Nečas’ resignation came on the heels of serious charges against his cabinet, including his former chief-of-staff Jana Nagyova, who is accused of abusing her power to spy on Nečas’ then-wife and bribing lawmakers who opposed Nečas to resign by offering lucrative positions in state-owned companies. After his resignation, confirming rumors of an illicit relationship between the two, Nečas divorced his wife and married Nagyova. Seven other close aides and government officials were indicted on similar charges as Nagyova and subsequently removed from office. Ironically, the anti-corruption police unit that conducted the raids had been formed as a result of a 2010 election campaign promise by Nečas, dubbed “Mr. Clean,” to weed out political corruption.[2]

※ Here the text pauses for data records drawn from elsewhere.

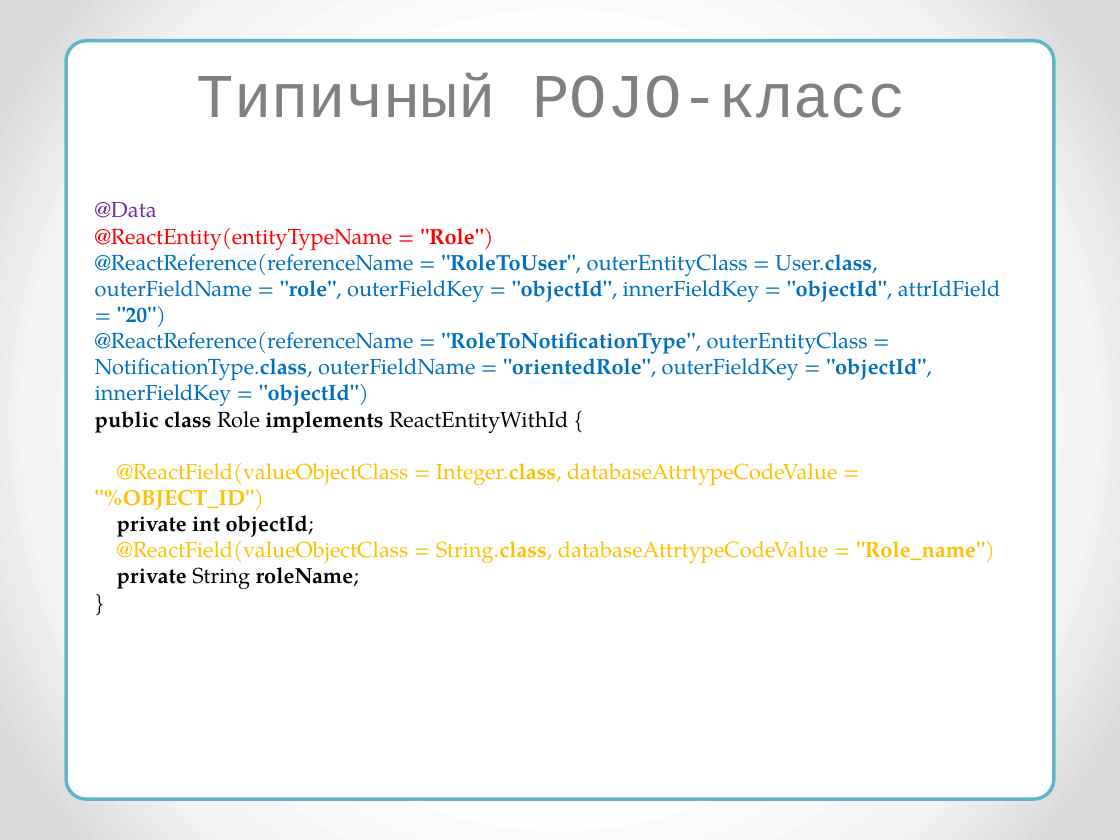
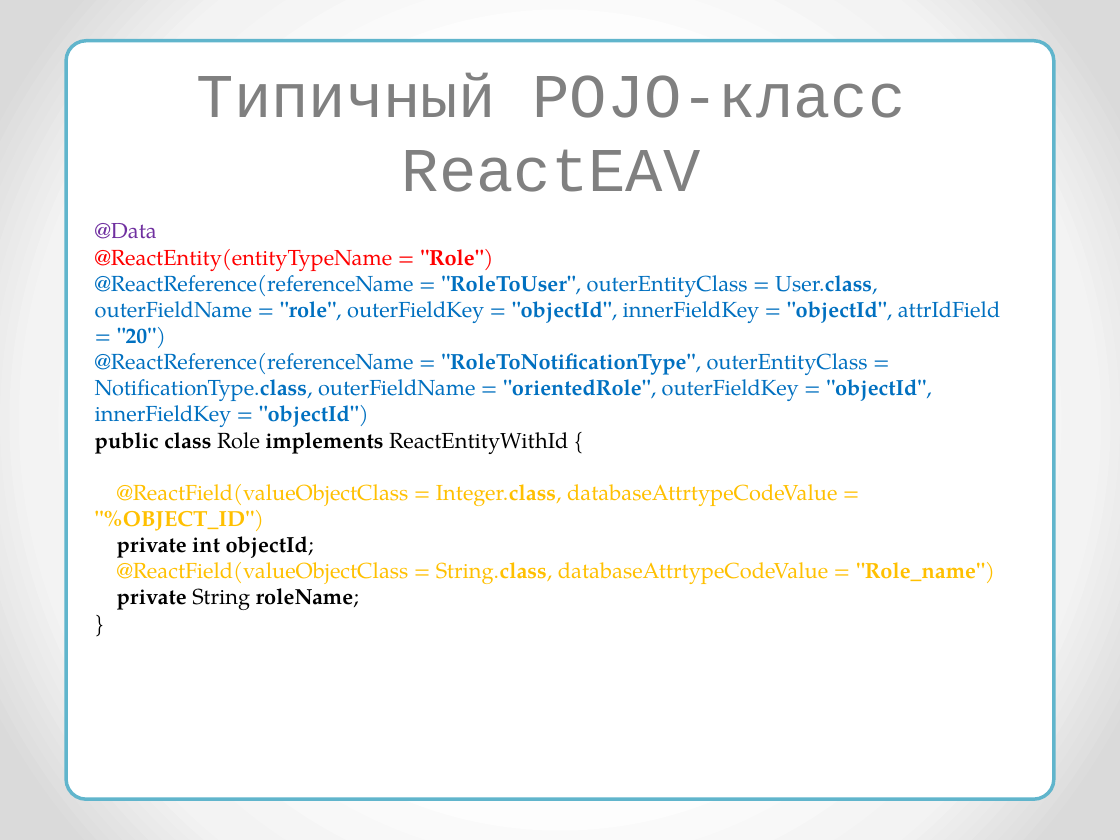
Before and after one commit to RedEyesDevelopment/NetCrackerProject, a slide deck: slide 38 of pres/reacteav/reacteav.pptx (slide 36 before the commit). Drawn at 1120x840 pixels with LibreOffice and Linux fonts; fonts in the diff are those of the drawing. Boxes give left, top, right and bottom in pixels: in the first picture for what was removed or moved away, otherwise in the second. Text is boxed around its words. In the diff, an @@ line names an element or a change of style, - is before the commit and + after.

```diff
--- a/pres/reacteav/reacteav.pptx
+++ b/pres/reacteav/reacteav.pptx
@@ text at (197,72,905,192): text changed @@
-Типичный POJO-класс
+Типичный POJO-класс ReactEAV
@@ text "@Data @ReactEntity(entityTypeName = "Role") @ReactReference( ...": place and size @@
-text "@Data @ReactEntity(entityTypeName = "Role") @ReactReference( ..." at (95,202,1000,589)
+text "@Data @ReactEntity(entityTypeName = "Role") @ReactReference( ..." at (95,223,1000,610)
```
Also in this commit, not shown: 7 other slides changed, 4 slides added.
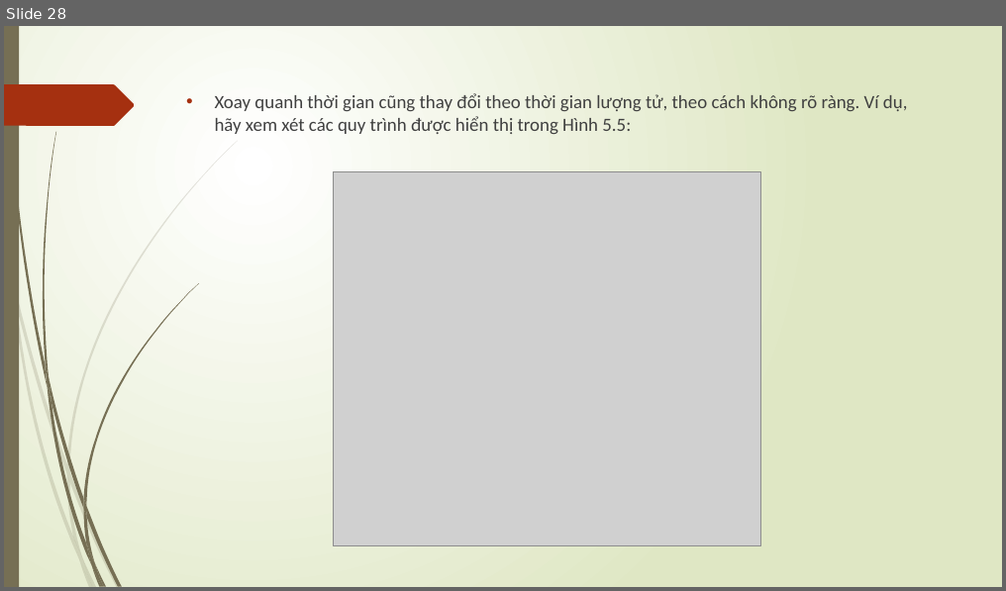
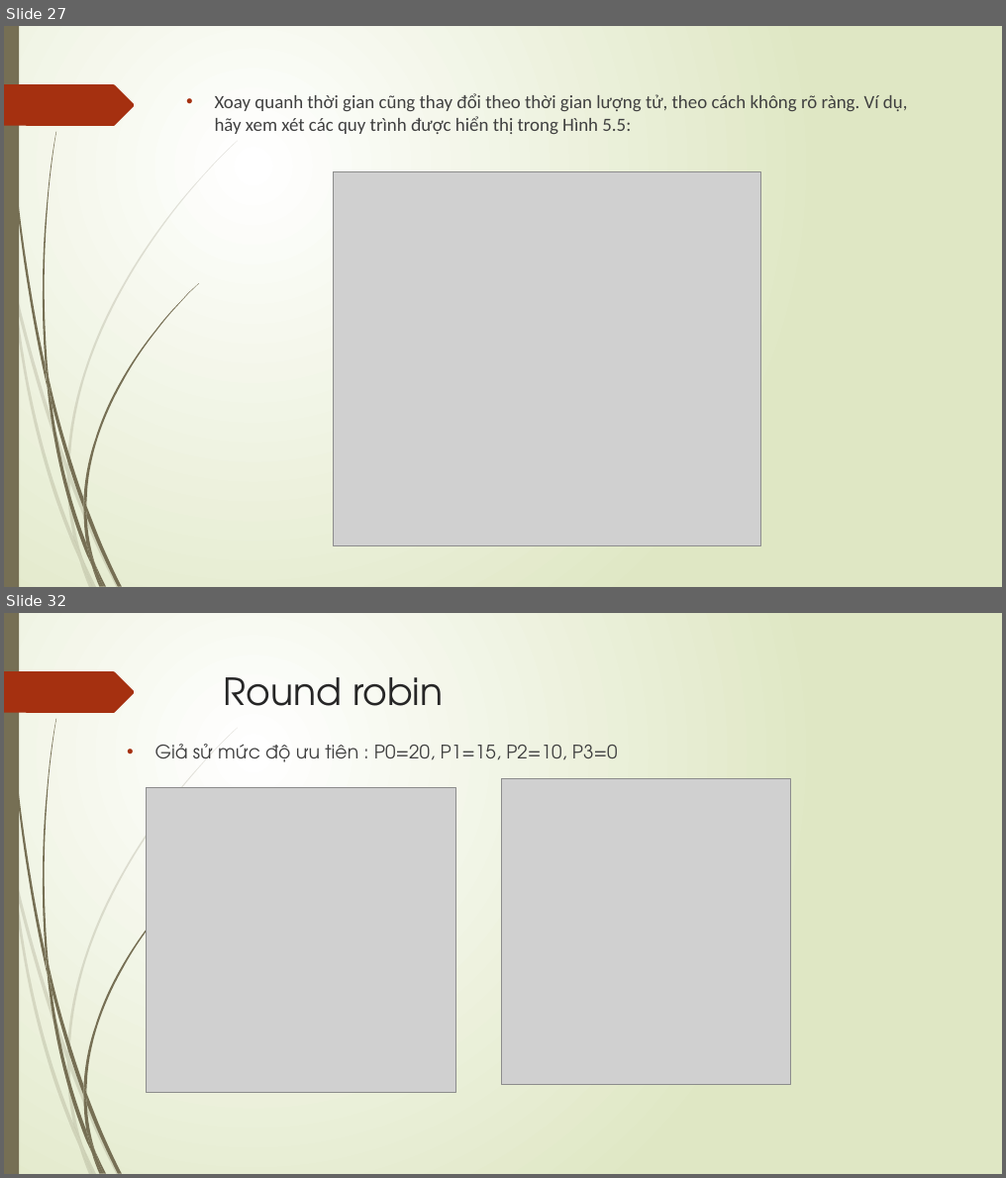
Before and after one commit to darkmagician148/operating_system, a slide deck: Scheduling-linux.pptx. Shown one above the other, each under a label of ours: slide 28 before the commit, slides 27 and 32 after it; the slides between them are not shown. The pictures are 1006x591 and 1006x1178 pixels, drawn with LibreOffice and Linux fonts; fonts in the diff are those of the drawing; grey boxes stand for pictures. Boxes give left, top, right and bottom in pixels: in the first picture for what was removed or moved away, otherwise in the second. Text is boxed around its words. In the diff, an @@ line names an element or a change of style, - is before the commit and + after.

```diff
--- a/Scheduling-linux.pptx
+++ b/Scheduling-linux.pptx
@@ slide 32 added at box(4, 613, 1002, 1174), background gradient #FFFFFF to #DFE8C4; not listed: 24 template elements that a slide beside it also shows @@
@@ title added at box(224, 677, 443, 706), 36 pt, text #262626 @@
+Round robin
@@ text added at box(155, 744, 618, 762), 18 pt, text #404040 @@
+• Giả sử mức độ ưu tiên : P0=20, P1=15, P2=10, P3=0
@@ picture added at box(147, 788, 456, 1093) @@
@@ picture added at box(502, 778, 791, 1084) @@
@@ what was slide 28 is now slide 27 @@
```
Also in this commit, not shown: 8 slides changed, 8 other slides added, 3 slides removed.
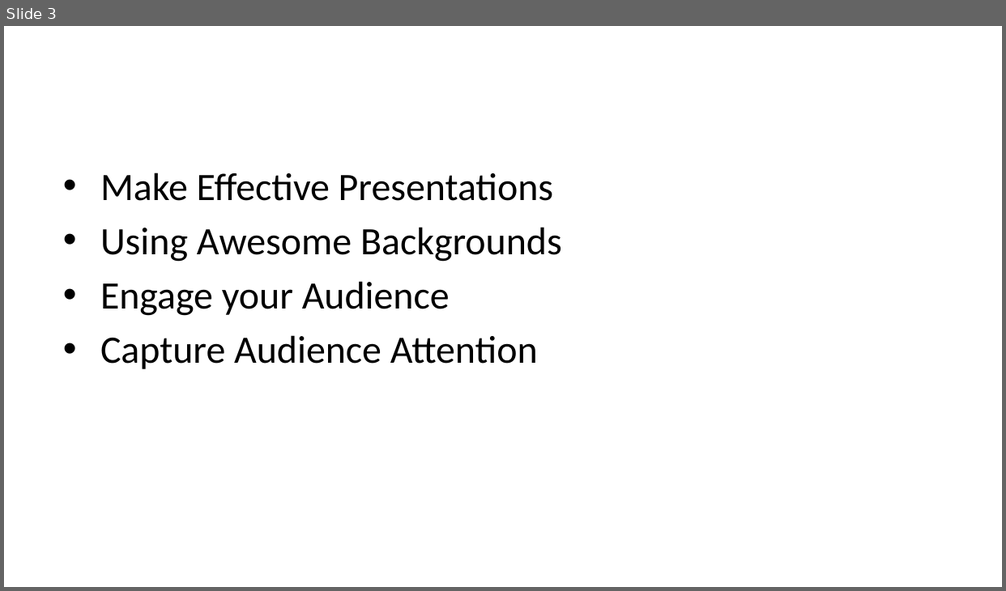
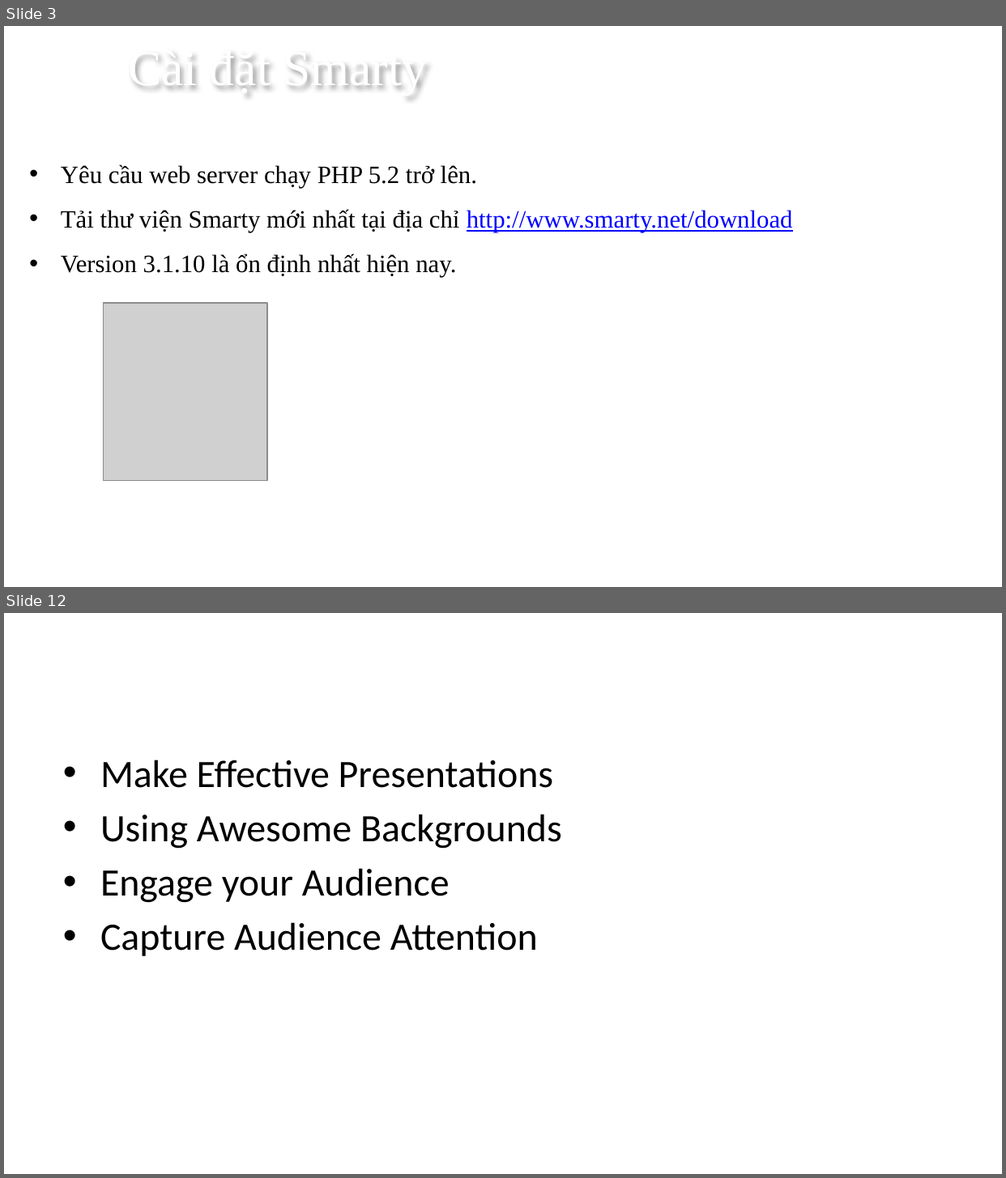
Before and after one commit to norihood/nihongo, a slide deck: PP dep/Mau_PowerPoint_Dep/smarty.pptx. Shown one above the other, each under a label of ours: slide 3 before the commit, slides 3 and 12 after it; the slides between them are not shown. The pictures are 1006x591 and 1006x1178 pixels, drawn with LibreOffice and Linux fonts; fonts in the diff are those of the drawing; grey boxes stand for pictures; background and template pictures are left out. Boxes give left, top, right and bottom in pixels: in the first picture for what was removed or moved away, otherwise in the second. Text is boxed around its words. In the diff, an @@ line names an element or a change of style, - is before the commit and + after.

```diff
--- a/PP dep/Mau_PowerPoint_Dep/smarty.pptx
+++ b/PP dep/Mau_PowerPoint_Dep/smarty.pptx
@@ slide 3 added at (4, 26, 1002, 587), background picture (left out) @@
@@ text added at (128, 55, 428, 89), 36 pt, text #FFFFFF @@
+Cài đặt Smarty
@@ text added at (61, 165, 793, 277), 18 pt, text #000000 @@
+• Yêu cầu web server chạy PHP 5.2 trở lên.
+• Tải thư viện Smarty mới nhất tại địa chỉ http://www.smarty.net/download
+• Version 3.1.10 là ổn định nhất hiện nay.
@@ picture added at (103, 303, 267, 481) @@
@@ what was slide 3 is now slide 12 @@
```
Also in this commit, not shown: 1 slide changed, 8 other slides added, 1 other file.

Further controversy erupted when President Zeman appointed his own former economic advisor and finance minister, Jiri Rusnok, to the prime minister position after Nečas’ resignation. Zeman openly defied political precedent and the ruling parliamentary coalition by refusing to appoint Miroslava Nemcova, the parliamentary speaker and ranking coalition member, to the position.
Zeman’s appointment of Mr. Rusnok was widely viewed as a power grab. In the aftermath of his victory in the presidential election, many of Zeman’s opponents feared that he would use the cover of what he called his electoral mandate[3] as the first directly elected president in Czech history to attempt to strengthen the institutional role of the president and his own power. Zeman’s appointment of his own former advisor to the prime minister position in defiance of the parliamentary majority corroborates this view.
Less than two months after his appointment by Zeman in June of 2013, Rusnok lost a parliamentary vote of confidence in August and offered to resign. As a result of Rusnok’s failure to gain the confidence of parliament, the leading ODS-TOP 09 coalition joined the opposition in calling for early elections. Shortly after, the parliament voted to dissolve itself in order to trigger new elections in October 2013. Until a new government could be elected and sworn in, Zeman instructed Rusnok and his cabinet to stay on in a caretaker capacity.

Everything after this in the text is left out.